* [What you should do]: Please take the lines from the one holding "post_rounding = 5.0" through the one holding "recess_radius = 133.0" in the data below and copy them exactly.

* [Material provided]:
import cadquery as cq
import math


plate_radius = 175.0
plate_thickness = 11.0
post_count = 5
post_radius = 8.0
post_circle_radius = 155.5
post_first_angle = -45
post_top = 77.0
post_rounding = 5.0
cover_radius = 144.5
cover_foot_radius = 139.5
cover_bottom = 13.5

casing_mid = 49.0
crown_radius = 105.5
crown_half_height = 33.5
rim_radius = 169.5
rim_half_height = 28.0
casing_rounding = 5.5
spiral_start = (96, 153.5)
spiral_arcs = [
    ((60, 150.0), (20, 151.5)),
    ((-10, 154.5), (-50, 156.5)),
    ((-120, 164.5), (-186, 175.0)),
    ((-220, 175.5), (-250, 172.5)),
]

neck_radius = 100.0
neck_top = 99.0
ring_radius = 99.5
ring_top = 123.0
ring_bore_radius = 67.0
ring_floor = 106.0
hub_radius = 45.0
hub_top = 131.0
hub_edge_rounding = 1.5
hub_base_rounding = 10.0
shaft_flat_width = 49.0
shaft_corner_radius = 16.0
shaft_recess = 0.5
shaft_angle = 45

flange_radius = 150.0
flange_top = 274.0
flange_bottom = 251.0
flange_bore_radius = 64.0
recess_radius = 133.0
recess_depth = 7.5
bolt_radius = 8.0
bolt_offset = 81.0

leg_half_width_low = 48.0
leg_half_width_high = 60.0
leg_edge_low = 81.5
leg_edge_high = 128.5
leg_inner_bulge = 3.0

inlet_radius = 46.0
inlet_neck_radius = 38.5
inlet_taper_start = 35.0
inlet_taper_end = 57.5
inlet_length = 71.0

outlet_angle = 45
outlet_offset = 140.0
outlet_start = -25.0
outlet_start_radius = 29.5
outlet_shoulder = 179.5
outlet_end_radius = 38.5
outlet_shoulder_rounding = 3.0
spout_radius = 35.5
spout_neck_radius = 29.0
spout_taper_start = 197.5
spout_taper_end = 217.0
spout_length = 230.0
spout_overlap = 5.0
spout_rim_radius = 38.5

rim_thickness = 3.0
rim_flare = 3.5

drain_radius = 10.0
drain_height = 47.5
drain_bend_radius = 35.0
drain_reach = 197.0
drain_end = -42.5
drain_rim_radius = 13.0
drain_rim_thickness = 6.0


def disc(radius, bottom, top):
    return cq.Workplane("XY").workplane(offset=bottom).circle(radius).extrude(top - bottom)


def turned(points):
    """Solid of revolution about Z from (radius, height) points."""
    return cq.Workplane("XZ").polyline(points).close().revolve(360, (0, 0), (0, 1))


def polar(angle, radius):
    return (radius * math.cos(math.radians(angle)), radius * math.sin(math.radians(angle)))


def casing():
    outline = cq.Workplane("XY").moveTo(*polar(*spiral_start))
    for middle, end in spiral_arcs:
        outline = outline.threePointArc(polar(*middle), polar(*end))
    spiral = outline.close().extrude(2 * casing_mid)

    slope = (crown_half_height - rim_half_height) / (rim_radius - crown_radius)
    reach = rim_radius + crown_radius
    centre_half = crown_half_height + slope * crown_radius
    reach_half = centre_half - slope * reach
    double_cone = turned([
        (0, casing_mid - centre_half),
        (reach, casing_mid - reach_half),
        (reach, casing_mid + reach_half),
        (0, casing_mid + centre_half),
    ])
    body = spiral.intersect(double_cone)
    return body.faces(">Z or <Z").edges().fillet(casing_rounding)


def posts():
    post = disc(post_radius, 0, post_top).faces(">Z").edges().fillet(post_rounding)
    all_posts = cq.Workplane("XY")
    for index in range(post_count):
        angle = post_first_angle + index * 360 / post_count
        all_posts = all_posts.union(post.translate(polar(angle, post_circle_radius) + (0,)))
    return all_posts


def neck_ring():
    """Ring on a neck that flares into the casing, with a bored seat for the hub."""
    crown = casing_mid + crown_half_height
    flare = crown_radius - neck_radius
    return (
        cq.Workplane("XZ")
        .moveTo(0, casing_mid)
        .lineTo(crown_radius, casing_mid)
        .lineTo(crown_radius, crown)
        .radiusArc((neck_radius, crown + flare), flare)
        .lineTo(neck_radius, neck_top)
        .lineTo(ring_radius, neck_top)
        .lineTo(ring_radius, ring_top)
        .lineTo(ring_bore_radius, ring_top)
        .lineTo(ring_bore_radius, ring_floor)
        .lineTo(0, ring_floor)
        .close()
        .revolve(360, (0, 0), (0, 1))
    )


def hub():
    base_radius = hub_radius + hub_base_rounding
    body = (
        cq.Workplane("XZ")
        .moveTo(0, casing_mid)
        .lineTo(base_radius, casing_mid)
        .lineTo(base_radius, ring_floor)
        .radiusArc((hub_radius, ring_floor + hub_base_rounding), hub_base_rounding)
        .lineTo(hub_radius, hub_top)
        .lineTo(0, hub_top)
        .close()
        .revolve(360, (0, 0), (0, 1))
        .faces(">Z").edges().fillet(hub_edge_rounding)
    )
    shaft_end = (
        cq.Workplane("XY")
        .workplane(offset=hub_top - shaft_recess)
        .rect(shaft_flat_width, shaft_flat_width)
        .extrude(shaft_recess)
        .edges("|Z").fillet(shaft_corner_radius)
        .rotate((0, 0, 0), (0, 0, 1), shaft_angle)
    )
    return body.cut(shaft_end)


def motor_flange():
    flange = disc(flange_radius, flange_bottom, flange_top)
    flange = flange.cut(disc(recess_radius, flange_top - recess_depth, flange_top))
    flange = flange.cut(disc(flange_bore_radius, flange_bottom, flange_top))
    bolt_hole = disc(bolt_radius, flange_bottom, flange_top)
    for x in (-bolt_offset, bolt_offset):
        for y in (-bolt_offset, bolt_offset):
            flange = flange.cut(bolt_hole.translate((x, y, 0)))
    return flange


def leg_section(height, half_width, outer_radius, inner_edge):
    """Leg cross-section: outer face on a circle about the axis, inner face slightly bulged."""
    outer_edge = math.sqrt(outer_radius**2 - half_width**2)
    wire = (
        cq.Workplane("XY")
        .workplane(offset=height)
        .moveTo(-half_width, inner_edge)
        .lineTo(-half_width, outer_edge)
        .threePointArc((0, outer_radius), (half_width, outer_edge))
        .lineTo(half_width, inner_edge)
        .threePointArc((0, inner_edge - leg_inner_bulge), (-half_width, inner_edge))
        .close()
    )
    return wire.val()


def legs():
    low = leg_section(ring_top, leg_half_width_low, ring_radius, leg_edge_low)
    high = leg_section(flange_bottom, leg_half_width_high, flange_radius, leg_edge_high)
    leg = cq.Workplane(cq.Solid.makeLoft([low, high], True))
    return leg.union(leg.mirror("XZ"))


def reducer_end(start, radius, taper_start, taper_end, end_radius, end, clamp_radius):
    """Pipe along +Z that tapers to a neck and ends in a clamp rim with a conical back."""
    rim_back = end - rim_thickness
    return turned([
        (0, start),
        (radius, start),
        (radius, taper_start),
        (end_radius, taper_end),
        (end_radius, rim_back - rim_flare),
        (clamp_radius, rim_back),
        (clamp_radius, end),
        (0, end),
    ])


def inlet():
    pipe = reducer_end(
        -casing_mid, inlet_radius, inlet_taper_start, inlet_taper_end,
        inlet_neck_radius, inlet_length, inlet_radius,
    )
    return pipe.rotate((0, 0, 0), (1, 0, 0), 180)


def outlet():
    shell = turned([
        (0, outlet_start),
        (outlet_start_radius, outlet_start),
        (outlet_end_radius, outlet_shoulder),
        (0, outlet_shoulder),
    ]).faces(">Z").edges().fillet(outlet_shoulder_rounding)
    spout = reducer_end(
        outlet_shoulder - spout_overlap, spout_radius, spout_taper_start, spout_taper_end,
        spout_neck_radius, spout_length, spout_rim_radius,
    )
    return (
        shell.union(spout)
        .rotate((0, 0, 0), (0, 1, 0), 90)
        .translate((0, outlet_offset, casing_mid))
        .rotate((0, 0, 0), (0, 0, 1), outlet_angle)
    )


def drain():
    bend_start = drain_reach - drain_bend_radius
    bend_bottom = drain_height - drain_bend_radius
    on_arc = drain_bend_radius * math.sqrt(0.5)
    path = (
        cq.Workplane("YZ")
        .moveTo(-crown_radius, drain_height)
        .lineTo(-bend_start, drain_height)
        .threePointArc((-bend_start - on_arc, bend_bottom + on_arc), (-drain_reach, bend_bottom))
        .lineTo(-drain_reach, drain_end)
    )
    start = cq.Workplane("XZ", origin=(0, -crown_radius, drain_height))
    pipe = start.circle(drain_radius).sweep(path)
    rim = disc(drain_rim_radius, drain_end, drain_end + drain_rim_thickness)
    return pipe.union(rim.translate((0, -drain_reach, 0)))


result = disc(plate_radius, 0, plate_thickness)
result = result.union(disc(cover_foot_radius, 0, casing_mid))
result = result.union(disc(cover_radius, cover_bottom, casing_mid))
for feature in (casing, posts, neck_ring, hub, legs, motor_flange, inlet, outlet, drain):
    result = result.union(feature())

* [Result]:
post_rounding = 5.0
cover_radius = 144.5
cover_foot_radius = 139.5
cover_bottom = 13.5

casing_mid = 49.0
crown_radius = 105.5
crown_half_height = 33.5
rim_radius = 169.5
rim_half_height = 28.0
casing_rounding = 5.5
spiral_start = (96, 153.5)
spiral_arcs = [
    ((60, 150.0), (20, 151.5)),
    ((-10, 154.5), (-50, 156.5)),
    ((-120, 164.5), (-186, 175.0)),
    ((-220, 175.5), (-250, 172.5)),
]

neck_radius = 100.0
neck_top = 99.0
ring_radius = 99.5
ring_top = 123.0
ring_bore_radius = 67.0
ring_floor = 106.0
hub_radius = 45.0
hub_top = 131.0
hub_edge_rounding = 1.5
hub_base_rounding = 10.0
shaft_flat_width = 49.0
shaft_corner_radius = 16.0
shaft_recess = 0.5
shaft_angle = 45

flange_radius = 150.0
flange_top = 274.0
flange_bottom = 251.0
flange_bore_radius = 64.0
recess_radius = 133.0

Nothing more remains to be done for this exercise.